Generalized estimating equations (GEE)

To find a plausible model, GEE was initially fitted with all covariates; including linear, quadratic, and other higher polynomial time effects as it was observed in the exploratory data analysis, as well as their interactions with other covariates in the model under the binary response. Insignificant variables based on 5% significance level were excluded from the model. Then the models were compared using QIC goodness of fit statistic and the model with smallest QIC was selected as the final model. Thus, the final GEE model was fitted as follows;

Logit [π_{ij}] = β_{0} + β_{1} {Age}_{i} + β_{2} Gender {(Male)}_{i} + β_{3} Reject {(Y es)}_{i} + β_{4} {Time}_{ij} + β_{5} {Timeij}^{2} + β_{6} {Timeij}^{3} + β_{7} {Timeij}^{4} + β_{8} {Timeij}^{5} + β_{9} Reject (Yes) * Timeij;

The final model was then fitted using different working correlation structures and the models were compared based on the closeness of the model-based and empirical corrected standard errors to obtain the best working correlation structure. From all the possible correlation structures that were considered (i.e. independence, exchangeable, unstructured and the auto-regressive of order 1 AR(1)), the unstructured correlation structure was revealed as the best working correlation structure since the standard errors of the model-based parameter are close to empirical estimates. Thus, the final model was fitted using the unstructured correlation structure.

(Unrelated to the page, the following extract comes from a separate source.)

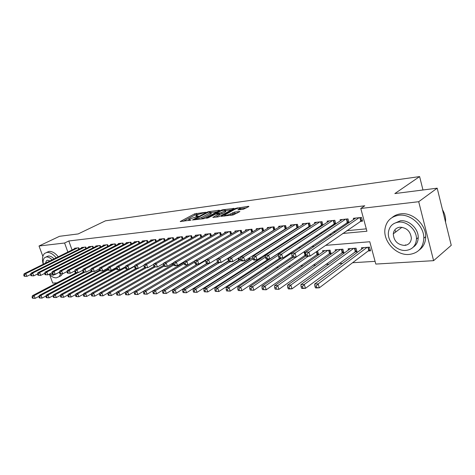 <?xml version="1.0" encoding="UTF-8"?>
<svg xmlns="http://www.w3.org/2000/svg" width="475" height="475" viewBox="0 0 475 475"><rect width="100%" height="100%" fill="white"/><g stroke="black" fill="none" stroke-linecap="round" stroke-linejoin="round"><path stroke-width="0.71" d="M205.675 212.272L194.661 213.839L180.215 221.528L191.057 220.085L188.617 219.646L189.513 219.017L198.437 216.143L195.973 215.727L198.004 214.504L205.675 212.272M406.273 245.136L405.282 244.904M243.236 209.315L248.87 206.583L248.651 206.287L235.517 208.371L221.19 216.309L233.059 214.997L239.893 211.565L234.525 212.064L230.387 213.952C226.937 215.412 224.996 215.792 224.556 215.092L234.49 209.499C237.886 208.062 239.81 207.688 240.261 208.365L237.874 209.831L243.236 209.315M42.851 256.346L39.027 245.997L59.506 236.307L78.179 233.932L105.474 220.816L419.615 176.587L394.832 193.574L437.184 188.177L418.707 201.709L433.598 260.668L375.808 264.07L369.776 241.751L325.541 245.373M39.027 245.997L64.594 243.016L67.866 252.053M342.718 233.48L366.932 231.23L360.78 208.466L364.77 205.788L68.81 240.979L64.594 243.016M360.78 208.466L418.707 201.709M219.349 210.532L219.598 210.36L219.201 210.241L208.549 211.672L206.886 212.206L192.464 219.967L203.514 218.737L205.236 218.185L219.349 210.532M222.644 209.778L234.092 208.424L219.777 216.339L218.025 216.903L212.859 217.372L219.159 213.845L215.638 214.124L207.902 217.948L206.417 218.245L220.958 210.318L222.644 209.778L222.817 210.33M368.161 250.996L370.553 250.824L369.556 247.148L361.398 247.772L361.76 249.078M354.706 251.976L357.034 251.803L356.036 248.182L348.104 248.787L348.448 250.034M341.62 252.926L343.882 252.759L342.885 249.185L335.16 249.773L335.498 250.96M328.878 253.852L331.081 253.692L330.083 250.165L322.567 250.735L322.887 251.869M316.469 254.748L318.618 254.594L317.621 251.115L317.199 251.144M304.38 255.627L305.983 255.514M271.142 258.044L271.474 258.02M259.017 258.923L260.33 258.827M248.366 259.694L249.458 259.617M237.969 260.448L238.854 260.383M227.816 261.185L228.511 261.137M79.218 249.132L78.743 247.802L74.611 248.241L74.753 248.639M86.23 248.419L85.743 247.047L81.528 247.499L81.67 247.908M93.391 247.689L92.892 246.282L88.587 246.745L88.736 247.16M100.688 246.947L100.183 245.498L95.79 245.967L95.938 246.4M108.146 246.192L107.623 244.696L103.14 245.177L103.295 245.623M115.758 245.421L115.223 243.883L110.645 244.376L110.806 244.833M123.53 244.637L122.983 243.046L118.305 243.55L118.471 244.019M131.468 243.835L130.91 242.197L126.13 242.707L126.297 243.194M139.579 243.022L139.003 241.33L134.128 241.852L134.294 242.351M147.868 242.185L147.28 240.439L142.292 240.973L142.47 241.49M156.34 241.336L155.741 239.531L150.64 240.077L150.818 240.611M165.003 240.469L164.386 238.604L159.172 239.162L159.357 239.715M173.868 239.584L173.232 237.654L167.901 238.224L168.091 238.794M182.928 238.682L182.275 236.681L176.825 237.268L177.015 237.856M192.203 237.761L191.532 235.683L185.951 236.283L186.152 236.894M201.691 236.817L201.002 234.668L195.296 235.279L195.498 235.915M211.411 235.855L210.704 233.629L204.856 234.252L205.063 234.911M221.356 234.876L220.632 232.56L214.647 233.201L214.86 233.884M231.551 233.872L230.803 231.467L224.669 232.127L224.895 232.833M241.995 232.851L241.223 230.351L234.941 231.022L235.167 231.758M252.7 231.806L251.904 229.199L245.462 229.894L245.7 230.66M263.673 230.743L262.853 228.024L256.251 228.736L256.494 229.532M274.93 229.651L274.087 226.818L267.312 227.549L267.562 228.38M286.473 228.54L285.606 225.583L278.659 226.332L278.914 227.198M298.324 227.406L297.427 224.313L290.296 225.079L290.563 225.981M310.49 226.243L309.563 223.007L302.243 223.796L302.516 224.74M322.982 225.061L322.026 221.671L314.509 222.478L314.788 223.47M335.819 223.856L334.827 220.293L327.103 221.124L327.4 222.163M346.673 222.817L349 222.573L347.985 218.886L340.047 219.735L340.349 220.828M68.81 240.979L72.046 249.981M247.843 240.136L248.277 240.095M259.077 239.062L259.76 239.002M270.608 237.969L271.546 237.874M282.441 236.841L283.652 236.722M294.601 235.683L296.097 235.541M307.093 234.49L308.887 234.317M319.93 233.267L322.038 233.065M333.129 232.008L335.576 231.776M346.702 230.719L366.29 228.849M261.927 231.58L262.36 231.539M273.113 230.422L273.79 230.357M284.578 229.241L285.511 229.14M296.353 228.018L297.552 227.899M308.429 226.771L309.914 226.617M320.833 225.488L322.62 225.304M333.575 224.17L335.671 223.951M360.127 221.421L362.526 221.172L361.511 217.431L353.353 218.304L353.661 219.45M191.621 272.656L191.947 272.632M201.329 272.056L201.833 272.027M211.268 271.445L211.963 271.403M221.451 270.815L222.342 270.762M231.889 270.174L232.987 270.103M242.588 269.509L243.907 269.432M253.561 268.838L255.111 268.737M264.824 268.143L266.612 268.031M276.373 267.431L278.421 267.3M288.236 266.695L290.546 266.552M300.414 265.947L303.008 265.786M312.924 265.175L315.816 264.997M325.785 264.385L328.985 264.183M339.002 263.566L342.528 263.352M352.598 262.728L375.072 261.345M115.853 268.292L115.716 267.894M172.924 264.367L172.562 263.275M181.806 263.762L181.616 263.174M217.556 258.756L217.117 258.792M280.672 226.112L228.671 258.157L228.439 257.925M239.638 259.896L238.967 257.729M250.099 259.207L249.624 257.652M260.822 258.507L260.549 257.616M264.545 256.102L264.278 255.217M265.834 255.069L264.326 255.188M278.795 254.083L276.973 254.22M292.137 253.062L289.993 253.223M305.538 252.249L303.394 252.201M422.976 189.988L419.615 176.587M56.941 282.839L52.731 283.088L49.697 274.882M437.184 188.177L451.25 245.314L433.598 260.668M75.276 272.567L75.478 273.119M314.272 246.293L311.796 246.495M300.58 247.416L298.448 247.588M287.286 248.502L285.475 248.651M274.372 249.559L272.87 249.684M261.826 250.586L260.609 250.687M249.624 251.584L248.68 251.661M237.755 252.558L237.072 252.611M226.207 253.502L225.768 253.537M243.675 242.666L244.108 242.624M254.921 241.627L255.603 241.561M266.463 240.552L267.407 240.463M278.32 239.453L279.532 239.341M290.498 238.325L291.994 238.183M303.014 237.162L304.813 236.995M315.881 235.968L317.995 235.772M329.11 234.739L331.562 234.513M198.574 214.225L195.029 215.003L183.124 221.314M217.075 211.767L211.054 212.568M208.448 212.117L194.679 219.278L196.24 219.195L201.673 217.455L210.977 212.313L208.448 212.117M201.335 219.011L202.059 218.66L201.673 217.455M211.232 213.115L211.351 213.501L210.526 214.083L202.059 218.66M225.56 210.639L231.586 209.837M215.739 217.194L219.498 214.932M224.806 210.799L225.465 210.33C225.025 209.689 223.149 210.063 219.836 211.458L216.594 213.222L216.339 213.4L216.737 213.524L221.564 212.568L224.806 210.799L225.186 212.01L225.732 211.197M225.186 212.01L221.944 213.786L219.343 214.451M240.57 209.665L240.522 209.232M230.547 215.317L230.387 213.952M237.423 212.984L233.154 213.869L230.773 215.199M224.764 215.751L224.063 216.137M246.608 207.842L240.35 208.673M76.083 272.804L32.437 295.688L34.135 295.622L35.162 298.353L39.057 296.293M33.143 298.187L35.162 298.353L32.466 298.211L33.143 298.187L32.733 297.095L32.051 297.118L32.466 298.211M32.733 297.095L34.135 295.622L77.74 272.715M32.051 297.118L32.437 295.688M77.532 247.932L25.84 273.588L24.154 273.719L75.81 248.116M30.602 274.502L26.885 276.361L24.166 276.224L24.843 276.177L24.427 275.067L23.75 275.114L24.166 276.224M24.427 275.067L25.84 273.588L26.885 276.361L24.843 276.177M24.154 273.719L23.75 275.114M56.193 257.836C53.081 254.054 50.023 252.243 47.019 252.403L44.692 253.359C42.37 255.544 41.877 259.184 43.219 264.266M49.05 274.265C51.585 276.735 54.031 277.934 56.371 277.845L59.084 276.717L60.729 273.909M58.288 256.797C55.183 253.021 52.125 251.222 49.115 251.388L46.788 252.344M45.986 257.005L48.337 255.989C50.16 255.871 52.066 256.838 54.055 258.899M52.125 259.855C50.13 257.794 48.218 256.821 46.402 256.939L44.686 257.64C43.249 258.952 42.803 261.143 43.35 264.207M49.471 274.051L53.158 275.292L55.284 274.289M49.934 260.941L47.607 260.217L46.479 260.68L45.481 263.144M57.196 273.309L55.581 274.235M59.12 276.682L61.15 275.642L62.445 273.814M398.899 215.246C390.996 216.523 386.359 221.065 384.993 228.873C382.933 241.395 396.269 255.698 409.076 254.452C418.291 253.252 423.207 247.837 423.825 238.224C424.128 225.88 410.614 213.566 398.899 215.246M419.128 250.117C423.421 246.994 425.612 242.523 425.701 236.704C426.016 224.39 412.537 212.135 400.847 213.827C397.486 214.213 394.594 215.424 392.184 217.473M393.769 223.654L400.342 220.792C408.886 219.622 418.606 228.695 418.214 237.607C418.071 241.828 416.397 245.029 413.197 247.208M398.543 222.128C392.718 223.03 389.346 226.391 388.425 232.198C387.131 241.229 396.785 251.37 405.911 250.432C412.413 249.565 415.934 245.759 416.462 239.008C416.848 230.072 407.099 220.964 398.543 222.128M404.611 245.438C408.72 244.874 410.976 242.47 411.368 238.23C410.501 231.301 406.665 227.626 399.861 227.192C396.031 227.774 393.84 229.989 393.288 233.837C393.787 240.926 397.563 244.791 404.611 245.438M395.497 230.529L395.467 232.186M445.544 222.134L445.615 220.566C445.603 216.814 444.558 213.204 442.486 209.724M83.487 272.068L39.288 295.408L41.028 295.337L42.061 298.098L46.081 295.955M40.025 297.926L42.061 298.098L39.33 297.956L40.025 297.926L39.609 296.822L38.914 296.851L39.33 297.956M39.609 296.822L41.028 295.337L84.734 272.211M38.914 296.851L39.288 295.408M91.236 271.213L46.289 295.118L48.064 295.046L49.103 297.837L53.253 295.61M47.049 297.665L49.103 297.837L46.342 297.694L47.049 297.665L46.633 296.548L45.927 296.578L46.342 297.694M46.633 296.548L48.064 295.046L92.043 271.611M45.927 296.578L46.289 295.118M99.423 270.186L53.443 294.821L55.254 294.749L56.299 297.57L60.58 295.254M54.227 297.397L56.299 297.57L53.503 297.421L54.227 297.397L53.812 296.269L53.087 296.293L53.503 297.421M53.812 296.269L55.254 294.749L99.809 270.833M53.087 296.293L53.443 294.821M107.801 269.117L60.747 294.518L62.599 294.447L63.65 297.297L68.067 294.892M61.566 297.124L63.65 297.297L60.824 297.148L61.566 297.124L61.144 295.978L60.402 296.008L60.824 297.148M61.144 295.978L62.599 294.447L108.062 269.853M60.402 296.008L60.747 294.518M84.508 247.178L32.692 273.072L30.964 273.202L82.751 247.368M37.584 273.933L33.737 275.868L30.994 275.732L31.683 275.678L31.261 274.562L30.572 274.609L30.994 275.732M31.261 274.562L32.692 273.072L33.737 275.868L31.683 275.678M30.964 273.202L30.572 274.609M91.627 246.418L39.686 272.537L37.923 272.668L89.834 246.608M44.715 273.351L40.737 275.369L37.958 275.227L38.665 275.179L38.243 274.045L37.537 274.099L37.958 275.227M38.243 274.045L39.686 272.537L40.737 275.369L38.665 275.179M37.923 272.668L37.537 274.099M98.895 245.634L46.835 271.991L45.03 272.127L97.066 245.83M52.007 272.757L47.892 274.853L45.083 274.716L45.802 274.663L45.38 273.517L44.662 273.57L45.083 274.716M45.38 273.517L46.835 271.991L47.892 274.853L45.802 274.663M45.03 272.127L44.662 273.57M106.311 244.839L54.138 271.439L52.297 271.575L104.441 245.041M59.452 272.145L55.207 274.33L52.363 274.188L53.099 274.134L52.672 272.977L51.935 273.03L52.363 274.188M52.672 272.977L54.138 271.439L55.207 274.33L53.099 274.134M52.297 271.575L51.935 273.03M116.523 267.93L68.216 294.215L70.11 294.132L71.167 297.017L75.721 294.518M69.065 296.839L71.167 297.017L68.305 296.869L69.065 296.839L68.643 295.688L67.883 295.717L68.305 296.869M68.643 295.688L70.11 294.132L116.642 268.761M67.883 295.717L68.216 294.215M113.881 244.025L61.608 270.869L59.725 271.011L111.975 244.233M67.07 271.522L62.676 273.796L59.803 273.653L60.557 273.594L60.129 272.424L59.375 272.484L59.803 273.653M60.129 272.424L61.608 270.869L62.676 273.796L60.557 273.594M59.725 271.011L59.375 272.484M119.985 269.687L75.852 293.894L77.787 293.817L78.85 296.733L83.547 294.132M76.73 296.554L78.85 296.733L75.958 296.584L76.73 296.554L76.303 295.391L75.531 295.42L75.958 296.584M76.303 295.391L77.787 293.817L125.43 267.627M75.531 295.42L75.852 293.894M121.612 243.194L69.249 270.287L67.319 270.435L119.664 243.402M74.86 270.881L70.324 273.244L67.408 273.101L68.18 273.048L67.747 271.86L66.981 271.92L67.408 273.101M67.747 271.86L69.249 270.287L70.324 273.244L68.18 273.048M67.319 270.435L66.981 271.92M127.858 269.123L83.659 293.574L85.643 293.491L86.705 296.442L91.55 293.734M84.568 296.263L86.705 296.442L83.778 296.293L84.568 296.263L84.14 295.082L83.351 295.112L83.778 296.293M84.14 295.082L85.643 293.491L134.68 266.303M83.351 295.112L83.659 293.574M129.509 242.345L77.057 269.693L75.086 269.842L127.52 242.559M82.828 270.222L78.138 272.686L75.192 272.537L75.976 272.484L75.543 271.284L74.759 271.344L75.192 272.537M75.543 271.284L77.057 269.693L78.138 272.686L75.976 272.484M75.086 269.842L74.759 271.344M135.921 268.541L91.645 293.247L93.67 293.164L94.739 296.145L99.738 293.33M92.589 295.961L94.739 296.145L91.776 295.99L92.589 295.961L92.162 294.767L91.348 294.797L91.776 295.99M92.162 294.767L93.67 293.164L137.946 268.399M91.348 294.797L91.645 293.247M137.578 241.478L85.049 269.082L83.036 269.236L135.541 241.698M90.98 269.545L86.135 272.116L83.149 271.967L83.956 271.908L83.523 270.697L82.715 270.756L83.149 271.967M83.523 270.697L85.049 269.082L86.135 272.116L83.956 271.908M83.036 269.236L82.715 270.756M144.703 267.633L99.815 292.909L101.888 292.82L102.962 295.842L108.116 292.909M100.789 295.658L102.962 295.842L99.964 295.688L100.789 295.658L100.362 294.447L99.53 294.482L99.964 295.688M100.362 294.447L101.888 292.82L146.217 267.805M99.53 294.482L99.815 292.909M153.983 266.528L108.175 292.564L110.295 292.475L111.376 295.533L116.69 292.481M109.185 295.343L111.376 295.533L108.342 295.373L109.185 295.343L108.757 294.12L107.908 294.15L108.342 295.373M108.757 294.12L110.295 292.475L154.803 267.122M107.908 294.15L108.175 292.564M163.691 265.264L116.737 292.208L118.904 292.119L119.991 295.212L125.471 292.036M117.782 295.022L119.991 295.212L116.915 295.052L117.782 295.022L117.349 293.782L116.482 293.817L116.915 295.052M117.349 293.782L118.904 292.119L164.047 266.154M116.482 293.817L116.737 292.208M173.684 263.922L125.495 291.846L127.722 291.757L128.808 294.886L134.461 291.579M126.582 294.69L128.808 294.886L125.691 294.726L126.582 294.69L126.148 293.437L125.258 293.473L125.691 294.726M126.148 293.437L127.722 291.757L173.963 264.89M125.258 293.473L125.495 291.846M184.158 262.384L134.472 291.478L136.747 291.383L137.839 294.548L143.664 291.104M135.595 294.352L137.839 294.548L134.686 294.387L135.595 294.352L135.161 293.087L134.247 293.123L134.686 294.387M135.161 293.087L136.747 291.383L184.181 263.536M134.247 293.123L134.472 291.478M194.881 260.787L143.664 291.098L145.997 291.003L147.096 294.209L197.357 264.142M144.833 294.007L147.096 294.209L143.901 294.043L144.833 294.007L144.394 292.725L143.462 292.76L143.901 294.043M144.394 292.725L145.997 291.003L194.809 262.04M143.462 292.76L143.664 291.098M197.505 264.13L153.087 290.706L155.479 290.611L156.578 293.859L206.904 263.411M154.298 293.657L156.578 293.859L153.342 293.692L154.298 293.657L153.858 292.357L152.897 292.392L153.342 293.692M153.858 292.357L155.479 290.611L205.823 260.401M152.897 292.392L153.087 290.706M207.136 263.441L162.747 290.308L165.199 290.207L166.303 293.497L217.479 262.17M164 293.289L166.303 293.497L163.02 293.33L164 293.289L163.56 291.977L162.575 292.012L163.02 293.33M163.56 291.977L165.199 290.207L209.582 263.263M162.575 292.012L162.747 290.308M217.651 262.337L172.651 289.898L175.162 289.798L176.273 293.128L228.843 260.591M173.951 292.921L176.273 293.128L172.947 292.956L173.951 292.921L173.506 291.585L172.502 291.626L172.947 292.956M173.506 291.585L175.162 289.798L219.503 262.55M172.502 291.626L172.651 289.898M228.932 260.876L182.81 289.483L185.387 289.376L186.503 292.748L239.548 259.599M184.158 292.535L186.503 292.748L183.124 292.576L184.158 292.535L183.712 291.187L182.679 291.228L183.124 292.576M183.712 291.187L185.387 289.376L229.746 261.772M182.679 291.228L182.81 289.483M240.629 259.273L193.23 289.049L195.878 288.942L196.994 292.363L249.981 258.822M194.631 292.143L196.994 292.363L193.574 292.184L194.631 292.143L194.186 290.777L193.129 290.819L193.574 292.184M194.186 290.777L195.878 288.942L241.009 260.49M193.129 290.819L193.23 289.049M252.825 257.474L203.929 288.61L206.649 288.497L207.771 291.959L260.674 258.02M205.384 291.745L207.771 291.959L204.297 291.787L205.384 291.745L204.939 290.356L203.846 290.397L204.297 291.787M204.939 290.356L206.649 288.497L253.044 258.851M203.846 290.397L203.929 288.61M145.819 240.593L93.225 268.464L91.164 268.618L143.741 240.819M99.323 268.85L94.317 271.528L91.295 271.379L92.12 271.32L91.681 270.091L90.862 270.15L91.295 271.379M91.681 270.091L93.225 268.464L94.317 271.528L92.12 271.32M91.164 268.618L90.862 270.15M154.244 239.691L101.597 267.823L99.483 267.983L152.119 239.917M107.861 268.137L102.689 270.928L99.631 270.774L100.474 270.714L100.035 269.473L99.192 269.533L99.631 270.774M100.035 269.473L101.597 267.823L102.689 270.928L100.474 270.714M99.483 267.983L99.192 269.533M162.86 238.765L110.164 267.176L108.003 267.336L160.687 238.996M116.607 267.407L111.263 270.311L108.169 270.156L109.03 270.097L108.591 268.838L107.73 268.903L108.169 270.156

The WGEE and GEE after multiple imputation models were fitted to account for the missingness in the data using the binary response (normal versus abnormal HC levels) which was later compared to standard GEE. When fitting the WGEE, the weights were applied at observational level while for GEE after multiple imputation, 20 imputations were applied. From the WGEE and GEE after multiple imputation results (Table 6), it was observed that time, age, gender, reject and the interaction between reject and time have a significant effect on having normal haematocrit levels in renal patients. In addition, it was observed that the log of odds for males having normal haematocrit levels are lower compared to females. It was also revealed that the odds of having normal haematocrit levels increases with increasing age. On the other hand, it was observed that the effect of reject symptoms on having normal haematocrit levels varies with time. It was also revealed that the evolution of normal versus abnormal haematocrit levels follows a 5^th power time trend in GEE after multiple imputation while it significant quadratic time trend was observed in weighted GEE. This might be attributed to the fact that weighted GEE corrects for the bias due the missing or incomplete data which is not the case for standard GEE and GEE after multiple imputation. This was further observed from the standard errors of the parameter estimates of which they were higher in weighted GEE compared to the other results.

Table 6. Standard GEE, Weighted GEE, Multiple Imputation GEE and Sensitivity Analysis.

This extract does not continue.